Wednesday, December 23, 2015

New Adventure Comics #29

Anchors Aweigh! picks up where it left off last issue, with our Don Winslow-clone investigating El Diablo. El Diablo has somehow slipped poison slips of paper to Don Kerry's prisoners and the chief suspect is an old friend of Don's. This is a good position to put your players in -- do they stand by their Hero's supporting cast, or turn on them when things look bad?

Later, Don and Red are listening to clues from a nearby group of sailors in a joint, but one of the sailors notices them listening. Hideouts & Hoodlums definitely has a game mechanic for hearing noise, but not for the reverse -- and it does not make sense to simply reverse the mechanic (it should be easier to hear noise through a door, for example, than to hear someone listening through a door). The Editor may have to play this one by ear -- are circumstances right to be observed listening? -- and then resolve it with a save vs. plot for the Hero.

This story also gives us an explanation for why not to have hoodlums immediately use guns in a fight -- for fear that the sound will bring the police.

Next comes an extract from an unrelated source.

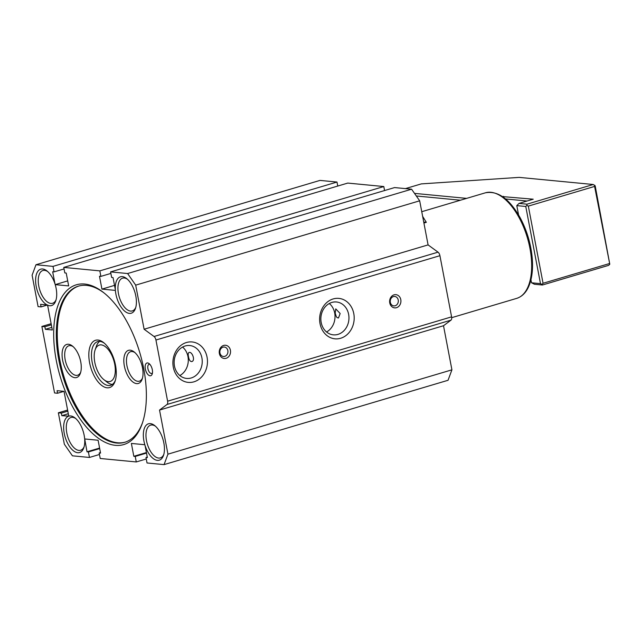 <?xml version="1.0" encoding="UTF-8"?>
<svg xmlns="http://www.w3.org/2000/svg" width="642" height="642" viewBox="0 0 642 642"><rect width="100%" height="100%" fill="white"/><g stroke="black" fill="none" stroke-linecap="round" stroke-linejoin="round"><path stroke-width="0.96" d="M423.921 223.047L426.336 222.325L422.645 216.378M423.736 222.076L426.336 222.325M383.804 186.541L347.747 183.082L63.767 267.409L99.823 270.876L383.804 186.541L384.566 190.538M451.92 369.832L167.939 454.167L164.063 464.615L448.044 380.281L451.92 369.832L443.51 325.735L450.989 320.149A3.796 1.894 73.5 0 0 451.591 316.859L439.922 255.693A3.796 1.894 73.5 0 0 438.021 252.162L428.086 244.899L419.675 200.81L411.594 189.205L394.565 187.576L110.585 271.903L111.636 277.416L113.032 277.553L115.335 289.622A18.987 9.461 73.5 0 1 126.643 278.572A18.987 9.461 73.5 0 1 135.807 295.97A18.987 9.461 73.5 0 1 135.486 308.353A18.987 9.461 73.5 0 1 124.355 310.864A18.987 9.461 73.5 0 1 115.383 290.401L115.335 289.622M146.272 458.982L136.273 461.943L100.216 458.484L99.165 452.971L100.561 453.108L98.106 440.243L84.656 438.951A18.987 9.461 73.5 0 0 84.158 435.3A18.987 9.461 73.5 0 0 74.986 417.902A18.987 9.461 73.5 0 0 68.766 416.152L61.833 415.663L68.309 413.737M100.457 452.586L99.165 452.971M145.076 445.532L144.827 444.729A18.987 9.461 73.5 0 1 144.899 427.099A18.987 9.461 73.5 0 1 154.682 425.558A18.987 9.461 73.5 0 1 163.846 442.948A18.987 9.461 73.5 0 1 163.525 455.33A18.987 9.461 73.5 0 1 154.746 459.52A18.987 9.461 73.5 0 1 145.076 445.532L147.379 457.602L145.983 457.465L147.034 462.978L164.063 464.615M67.707 280.883L55.212 284.631A18.987 9.461 73.5 0 1 56.119 288.322A18.987 9.461 73.5 0 1 55.798 300.705A18.987 9.461 73.5 0 1 47.596 305.175L52.331 329.98L45.357 329.314L51.833 327.388M68.766 416.152L64.04 391.347L57.066 390.673L57.555 393.249L54.562 392.96L41.874 326.449L51.135 323.704M147.275 457.08L145.983 457.465M411.594 189.205L127.614 273.54L135.695 285.136L144.105 329.234L154.04 336.496A3.796 1.894 73.5 0 1 155.942 340.027L167.61 401.194A3.796 1.894 73.5 0 1 167.008 404.484L159.529 410.069L167.939 454.167M114.525 285.377L101.934 289.109L115.383 290.401M101.934 289.109L99.486 276.253L100.874 276.381L99.823 270.876M47.596 305.175L47.131 304.95A18.987 9.461 73.5 0 1 35.599 280.514A18.987 9.461 73.5 0 1 46.954 270.924A18.987 9.461 73.5 0 1 54.963 283.828L52.668 271.759L54.056 271.887L53.005 266.382L35.976 264.745L32.1 275.193L38.095 306.611L41.08 306.9L40.59 304.324L47.131 304.95M146.416 452.562L133.825 456.302L135.221 456.438L136.273 461.943M146.512 453.083L135.221 456.438M110.873 273.42L100.874 276.381M173.3 367.184A20.311 17.262 -84.5 0 1 186.429 342.515A20.311 17.262 -84.5 0 1 207.061 357.161A20.311 17.262 -84.5 0 1 193.924 381.829A20.311 17.262 -84.5 0 1 173.3 367.184M320.021 323.616A20.311 17.262 -84.5 0 1 333.15 298.947A20.311 17.262 -84.5 0 1 353.782 313.593A20.311 17.262 -84.5 0 1 340.653 338.262A20.311 17.262 -84.5 0 1 320.021 323.616M219.363 353.509A6.645 5.65 -84.5 0 1 223.657 345.436A6.645 5.65 -84.5 0 1 230.406 350.227A6.645 5.65 -84.5 0 1 226.112 358.3A6.645 5.65 -84.5 0 1 219.363 353.509M389.75 302.904A6.645 5.65 -84.5 0 1 394.044 294.838A6.645 5.65 -84.5 0 1 400.793 299.629A6.645 5.65 -84.5 0 1 396.499 307.695A6.645 5.65 -84.5 0 1 389.75 302.904M419.675 200.81L135.695 285.136M428.086 244.899L144.105 329.234M63.767 267.409L64.818 272.922L66.214 273.059L68.662 285.915L55.212 284.631M51.344 324.812L44.868 326.738L41.874 326.449M144.827 444.729L131.377 443.437L133.825 456.302M44.868 326.738L45.357 329.314M443.51 325.735L159.529 410.069M63.975 391.339L57.555 393.249M127.614 273.54L110.585 271.903M145.341 369.03A6.645 3.314 73.5 0 1 149.105 363.613A6.645 3.314 73.5 0 1 152.315 369.696A6.645 3.314 73.5 0 1 152.202 374.037A6.645 3.314 73.5 0 1 148.679 375.217A6.645 3.314 73.5 0 1 145.341 369.03M56.287 360.483A83.34 41.545 73.5 0 1 103.506 292.511A83.34 41.545 73.5 0 1 143.752 368.877A83.34 41.545 73.5 0 1 142.331 423.238A83.34 41.545 73.5 0 1 98.106 438.037A83.34 41.545 73.5 0 1 56.287 360.483M84.712 438.903L87.007 451.808L88.403 451.944L89.455 457.449L72.426 455.82L64.344 444.216L58.35 412.806L61.335 413.087L61.833 415.663M99.598 448.068L87.007 451.808M84.712 439.738A18.987 9.461 73.5 0 1 83.829 447.683A18.987 9.461 73.5 0 1 67.362 442.779A18.987 9.461 73.5 0 1 68.373 416.289M75.756 418.552A17.085 8.515 -106.5 0 0 70.909 417.493A17.085 8.515 -106.5 0 0 66.808 433.013A17.085 8.515 -106.5 0 0 80.635 450.251A17.085 8.515 -106.5 0 0 84.118 446.72M155.444 426.2A17.085 8.515 -106.5 0 0 150.597 425.148A17.085 8.515 -106.5 0 0 146.496 440.661A17.085 8.515 -106.5 0 0 160.323 457.906A17.085 8.515 -106.5 0 0 163.814 454.376M54.963 283.828L55.268 284.575M337.748 186.044L336.986 182.047L319.957 180.41L35.976 264.745M127.405 279.222A17.085 8.515 -106.5 0 0 122.558 278.171A17.085 8.515 -106.5 0 0 118.457 293.683A17.085 8.515 -106.5 0 0 132.284 310.929A17.085 8.515 -106.5 0 0 135.775 307.39M47.717 271.574A17.085 8.515 -106.5 0 0 42.87 270.515A17.085 8.515 -106.5 0 0 38.769 286.035A17.085 8.515 -106.5 0 0 52.596 303.273A17.085 8.515 -106.5 0 0 56.087 299.742M227.838 350.596A4.743 4.037 95.5 0 0 224.347 347.049A4.743 4.037 95.5 0 0 219.949 352.94A4.743 4.037 95.5 0 0 223.44 356.495A4.743 4.037 95.5 0 0 227.838 350.596M201.909 357.907A16.515 14.036 95.5 0 0 189.767 345.54A16.515 14.036 95.5 0 0 174.464 366.06A16.515 14.036 95.5 0 0 186.605 378.427A16.515 14.036 95.5 0 0 201.909 357.907M348.63 314.339A16.515 14.036 95.5 0 0 336.488 301.973A16.515 14.036 95.5 0 0 321.185 322.485A16.515 14.036 95.5 0 0 333.326 334.851A16.515 14.036 95.5 0 0 348.63 314.339M398.225 299.999A4.743 4.037 95.5 0 0 394.734 296.452A4.743 4.037 95.5 0 0 390.336 302.342A4.743 4.037 95.5 0 0 393.827 305.897A4.743 4.037 95.5 0 0 398.225 299.999M104.261 293.113A81.446 40.598 -106.5 0 0 78.412 286.139A81.446 40.598 -106.5 0 0 58.863 360.106A81.446 40.598 -106.5 0 0 124.781 442.282A81.446 40.598 -106.5 0 0 142.636 422.324M149.915 364.391A4.743 2.367 -106.5 0 0 149.056 364.343A4.743 2.367 -106.5 0 0 147.917 368.66A4.743 2.367 -106.5 0 0 151.761 373.443A4.743 2.367 -106.5 0 0 152.451 372.938M99.695 448.589L88.403 451.944M67.819 411.169L61.335 413.087M67.603 410.053L58.35 412.806M99.454 454.48L89.455 457.449M64.056 268.926L54.056 271.887M336.986 182.047L53.005 266.382M47.636 304.95L41.08 306.9M179.848 375.562A16.515 14.036 95.5 0 0 187.962 356.567A16.515 14.036 95.5 0 0 182.577 347.065M188.467 356.615C189.045 359.945 190.136 361.598 191.749 361.566C195.73 360.684 192.07 351.246 189.045 352.474C188.17 352.907 187.978 354.288 188.467 356.615M326.569 331.986A16.515 14.036 95.5 0 0 334.691 312.999A16.515 14.036 95.5 0 0 329.306 303.497M335.188 313.047L336.248 316.45L337.034 317.581L338.47 317.999L340.164 313.521L335.774 308.898L335.188 313.047M517.316 212.895L518.198 212.983M125.254 442.137A81.446 40.598 73.5 0 1 59.81 359.825A81.446 40.598 73.5 0 1 78.886 286.003M124.355 366.02A17.278 8.611 73.5 0 1 134.146 351.936A17.278 8.611 73.5 0 1 142.492 367.762A17.278 8.611 73.5 0 1 142.195 379.037A17.278 8.611 73.5 0 1 133.03 382.102A17.278 8.611 73.5 0 1 124.355 366.02M62.603 360.098A17.278 8.611 73.5 0 1 72.386 346.006A17.278 8.611 73.5 0 1 80.731 361.831A17.278 8.611 73.5 0 1 80.435 373.106A17.278 8.611 73.5 0 1 71.27 376.172A17.278 8.611 73.5 0 1 62.603 360.098M89.591 362.69A24.677 12.302 73.5 0 1 103.579 342.563A24.677 12.302 73.5 0 1 115.496 365.17A24.677 12.302 73.5 0 1 115.07 381.268A24.677 12.302 73.5 0 1 101.982 385.649A24.677 12.302 73.5 0 1 89.591 362.69M134.916 352.586A15.376 7.664 -106.5 0 0 130.623 351.688A15.376 7.664 -106.5 0 0 126.931 365.651A15.376 7.664 -106.5 0 0 139.378 381.163A15.376 7.664 -106.5 0 0 142.484 378.066M104.341 343.189A22.783 11.355 -106.5 0 0 97.64 341.624A22.783 11.355 -106.5 0 0 92.167 362.313A22.783 11.355 -106.5 0 0 110.609 385.296A22.783 11.355 -106.5 0 0 115.367 380.329M73.156 346.656A15.376 7.664 -106.5 0 0 68.863 345.757A15.376 7.664 -106.5 0 0 65.171 359.721A15.376 7.664 -106.5 0 0 77.618 375.241A15.376 7.664 -106.5 0 0 80.723 372.135M99.63 341.392A22.783 11.355 -106.5 0 0 96.34 346.327L95.112 349.93A18.987 9.461 -106.5 0 0 94.791 362.321A18.987 9.461 -106.5 0 0 103.956 379.711A18.987 9.461 -106.5 0 0 114.717 364.231A18.987 9.461 -106.5 0 0 105.192 346.56A18.987 9.461 -106.5 0 0 95.112 349.93M103.956 379.711L106.957 382.062A22.783 11.355 -106.5 0 0 112.398 384.406M502.453 196.588L533.221 199.197L519.025 203.41L526.994 204.18L593.248 184.503L519.153 177.385L421.296 183.893L405.407 188.612M460.45 200.216L416.313 195.979M414.499 193.378L466.614 198.378M593.248 184.503L595.182 185.867L609.788 264.231L594.596 186.429L528.334 206.106L543.06 283.274L541.944 284.382L540.484 283.644L525.766 206.483L516.794 205.625L519.025 203.41M503.256 197.158L503.336 196.324M594.596 186.429L594.717 185.233M526.994 204.18L526.873 205.376L528.334 206.106M525.766 206.483L526.873 205.376M527.05 201.026L505.567 198.964M609.788 264.231L608.672 265.339L542.41 285.016L534.441 284.254L531.52 282.785L540.484 283.644M543.06 283.274L609.322 263.597M531.52 282.785L530.942 279.76M518.584 214.966L516.794 205.625M542.41 285.016L541.944 284.382M529.947 248.358A55.051 27.446 -106.5 0 0 485.392 192.809C497.903 190.489 509.531 198.868 520.269 217.943C527.042 230.743 531.046 244.345 532.274 258.734C532.932 267.521 532.298 275.257 530.356 281.934C527.74 290.746 523.206 296.219 516.738 298.361A55.051 27.446 -106.5 0 0 529.947 248.358M450.989 320.149L167.008 404.484M451.591 316.859L167.61 401.194M439.922 255.693L155.942 340.027M438.021 252.162L154.04 336.496M451.695 317.67L516.738 298.361M421.754 211.7L485.392 192.809"/></g></svg>

Don overhears the name of a ship captain who might be in league with El Diablo. But how to find the ship captain? Don asks around, claiming to have a message for the captain from El Diablo. It's a clever and daring plan -- exactly the kind that Editors should give a good chance to work.

Tom Brent's adventure has a crew mutiny, two jewel thieves, a diamond worth $50,000, and a suspect who turns out to be a police inspector doing his own secret investigation. I particularly like this last wrinkle. Could it be a cure for Heroes who shoot first and ask questions later?

The next adventure of Steve Carson of Federal Men is an unusual one in that it takes place just before a Presidential inauguration ceremony -- which means it took place two years earlier in 1936 or two years later in 1940!  Time can be a fluid thing in a roleplaying campaign -- it can take place over days or it can take place over years, but generally campaigns follow sequential time. This does not always need to be the case, as I wrote about in Supplement V: Big Bang.

Nadir, Master of Magic, continues to show an aversion to actually using magic. He gets through a locked door, not with a spell, but with a skeleton key. He gets around by "powerful sedan" instead of by spell.  Instead of turning invisible, he hides behind curtains. He does cast a Detect Thoughts spell.

Captain Desmo starts this new adventure by flying overhead when he sees travelers being attacked. Luckily he has two grenades for his sidekick to toss over the side of his plane. Then Desmo and Gabby use the oldest trick in the book, disguising themselves (in this case wearing Arabic robes, even though this is supposed to be India) so they can get in to see the big boss. The boss is guarded by a fighter who must be at least 9' tall (I would stat him as an ogre, then).

In Tod Hunter, Jungle Master, the primitives we met last time are called tribesmen here (a better name than natives or savages, maybe?). From the arena we observed last time, the prison cells are only reachable via an underground stream that requires Tod and crew to travel by raft. Past the stream is a maze of tunnels that seem to go on for miles. And yet, the trip back to the throne room seems to take no time at all -- perhaps they find a shortcut back. In the throne room are large urns, axes and spears mounted on the walls, hanging masks, and statues -- including a giant statue of the tribe's bald, fanged god that must be at least 30' tall. Tod is able to climb the statue and find a secret door leading through the statue's arm. The statue (I believe we learned it was wooden last time) is hollow and can be navigated inside by ladder. There is a secret room in the head where a crazy old man with a scimitar can speak through amplifiers and imitate the god.

Dale Daring's boyfriend Don is able to conceal a sub-machine gun under a cloak.

In The Golden Dragon, it's very unclear if the men are attacked by undead skeletons, or men dressed to look like skeletons, Scooby Doo-style. Regardless, a woman present is so frightened that she is paralyzed with fright. I'm thinking that everyone, even Heroes, will have to make morale saves when first encountering the undead, and non-Heoes will have to make morale saves when first encountering people pretending to be undead.